To assess the efficacy of the feature fusion methodology in enhancing model prediction performance, this study uses the amalgamated features as independent variables and the normalized soil organic matter content as the dependent variable. Various regression methods are chosen as estimators to establish the linkage between the fused features and soil organic matter content. The hyperparameter configurations for these regression algorithms are presented in Table 3, with unlisted parameters adhering to default values. As an illustrative example, within the XGBoost algorithm, the parameter n_estimators signifies the number of iterations, learning_rate represents the learning rate, max_depth determines the maximum tree depth, subsample denotes the proportion of subsamples utilized in training, colsample_bytree signifies the proportion of randomly selected features during tree construction, and tree_method designates the tree constraint algorithm.

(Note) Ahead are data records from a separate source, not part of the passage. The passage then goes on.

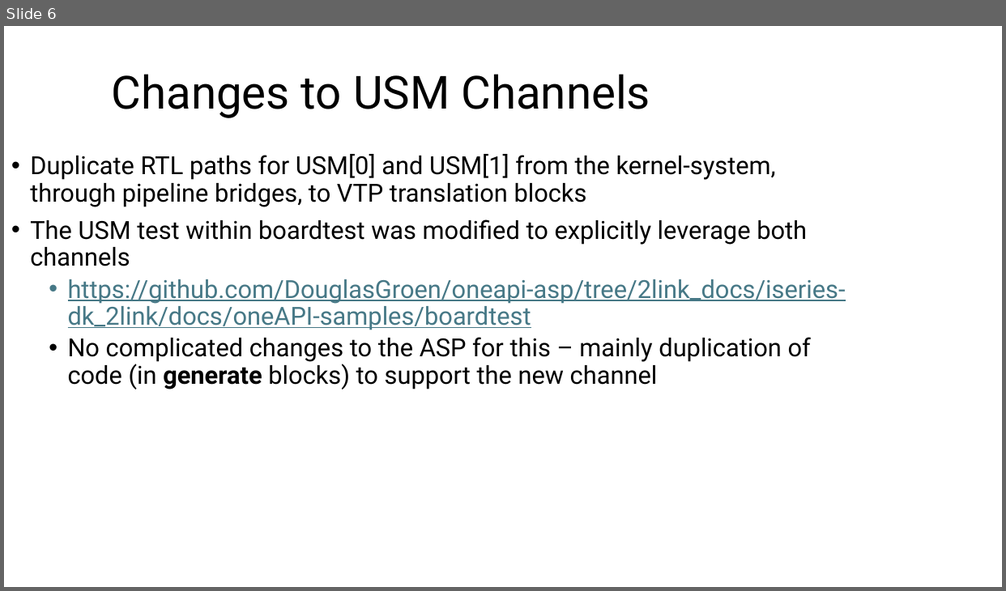
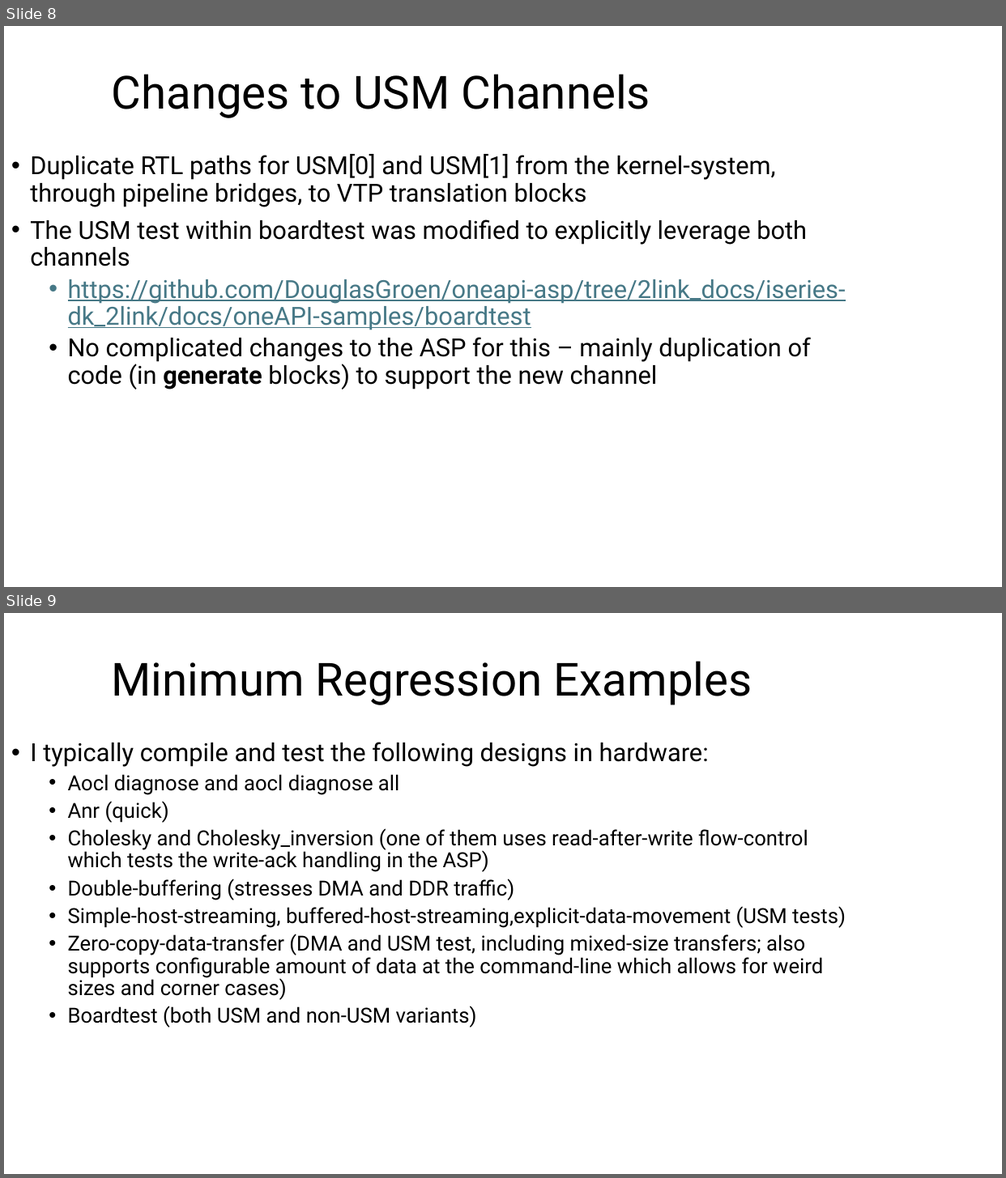
Before and after one commit to DouglasGroen/oneapi-asp, a slide deck: iseries-dk_2link/docs/ofs-asp-multilink-info.pptx. Shown one above the other, each under a label of ours: slide 6 before the commit, slides 8 and 9 after it. The pictures are 1006x591 and 1006x1178 pixels, drawn with LibreOffice and Linux fonts; fonts in the diff are those of the drawing. Boxes give left, top, right and bottom in pixels: in the first picture for what was removed or moved away, otherwise in the second. Text is boxed around its words. In the diff, an @@ line names an element or a change of style, - is before the commit and + after.

```diff
--- a/iseries-dk_2link/docs/ofs-asp-multilink-info.pptx
+++ b/iseries-dk_2link/docs/ofs-asp-multilink-info.pptx
@@ slide 9 added at box(4, 613, 1002, 1174), background #FFFFFF @@
@@ title added at box(112, 661, 752, 705), 44 pt, text #000000 @@
+Minimum Regression Examples
@@ text added at box(30, 742, 846, 1028), 20 pt, text #000000 @@
+• I typically compile and test the following designs in hardware:
+  • Aocl diagnose and aocl diagnose all
+  • Anr (quick)
+  • Cholesky and Cholesky_inversion (one of them uses read-after-write flow-control which tests the write-ack handling in the ASP)
+  • Double-buffering (stresses DMA and DDR traffic)
+  • Simple-host-streaming, buffered-host-streaming,explicit-data-movement (USM tests)
+  • Zero-copy-data-transfer (DMA and USM test, including mixed-size transfers; also supports configurable amount of data at the command-line which allows for weird sizes and corner cases)
+  • Boardtest (both USM and non-USM variants)
@@ what was slide 6 is now slide 8 @@
```
Also in this commit, not shown: 1 slide changed, 6 other slides added.

2.2.4. Metrics for Model Assessment

In this study, the coefficient of determination (R²) and Root Mean Square Error (RMSE) serve as the pivotal benchmarks for evaluating the prediction models, as outlined in Equations (3) and (4), respectively. Here, n represents the sample count,

{\hat{y}}_{i}

and

y_{i}

signify the predicted and actual values of the ith sample, correspondingly, and

\bar{y}

denotes the mean of the actual values. Notably, a larger R² and a smaller RMSE indicate heightened model prediction precision, reflecting a closer proximity of the predicted values to the true values.

R^{2} = 1 - \frac{\sum_{i = 1}^{n} {({\hat{y}}_{i} - y_{i})}^{2}}{\sum_{i = 1}^{n} {(y_{i} - \bar{y})}^{2}}

(3)

R M S E = \sqrt{\frac{\sum_{i = 1}^{n} {({\hat{y}}_{i} - y_{i})}^{2}}{n}}

(4)

3. Results

Data processing, model construction, and evaluation were executed on the PyCharm Community Edition 2019.3.1 ×64 platform, operating within a Windows environment. During data preprocessing, the procedures encompassed encoding and normalization of soil profile data. Additionally, feature engineering was accomplished by conducting PCA feature extraction, Lasso, and SCARS feature wavelength selection for spectral attributes. In the realm of SOM content prediction using PCA features of full-band spectra, diverse strata of soil profile attributes, Lasso feature wavelengths, SCARS-PCA features, and amalgamated features, the sample dataset was methodically partitioned using the train_test_split function. This process allocated 80% of the dataset for model training while reserving the remaining 20% for uninvolved model assessment and validation. Notably, pivotal parameters such as test_size = 0.2 and random_state = 0 were configured in this partitioning endeavor. To evaluate the efficacy of this fusion feature strategy, the models were subjected to rigorous assessment utilizing indicators such as R² and RMSE. Comparative analyses were conducted among models built upon PCA features of full-band spectral data, soil profile features, Lasso-selected features, SCARS-PCA features, and the proposed fusion features. Each model underwent validation on a test dataset, with performance metrics meticulously documented.

3.1. Prediction of SOM Content Using Single-Type Features

To comprehensively assess the efficacy of the SOM content prediction model under distinct feature contexts and, concurrently, establish a baseline for the proposed fusion feature model, this study undertook predictive modeling of SOM content. Specifically, modeling was conducted using PCA features of full-band spectra, soil profile attributes, Lasso-selected features, and SCARS-PCA features. The outcomes of model evaluations are meticulously presented in Table 4 and Table 5 for thorough analysis.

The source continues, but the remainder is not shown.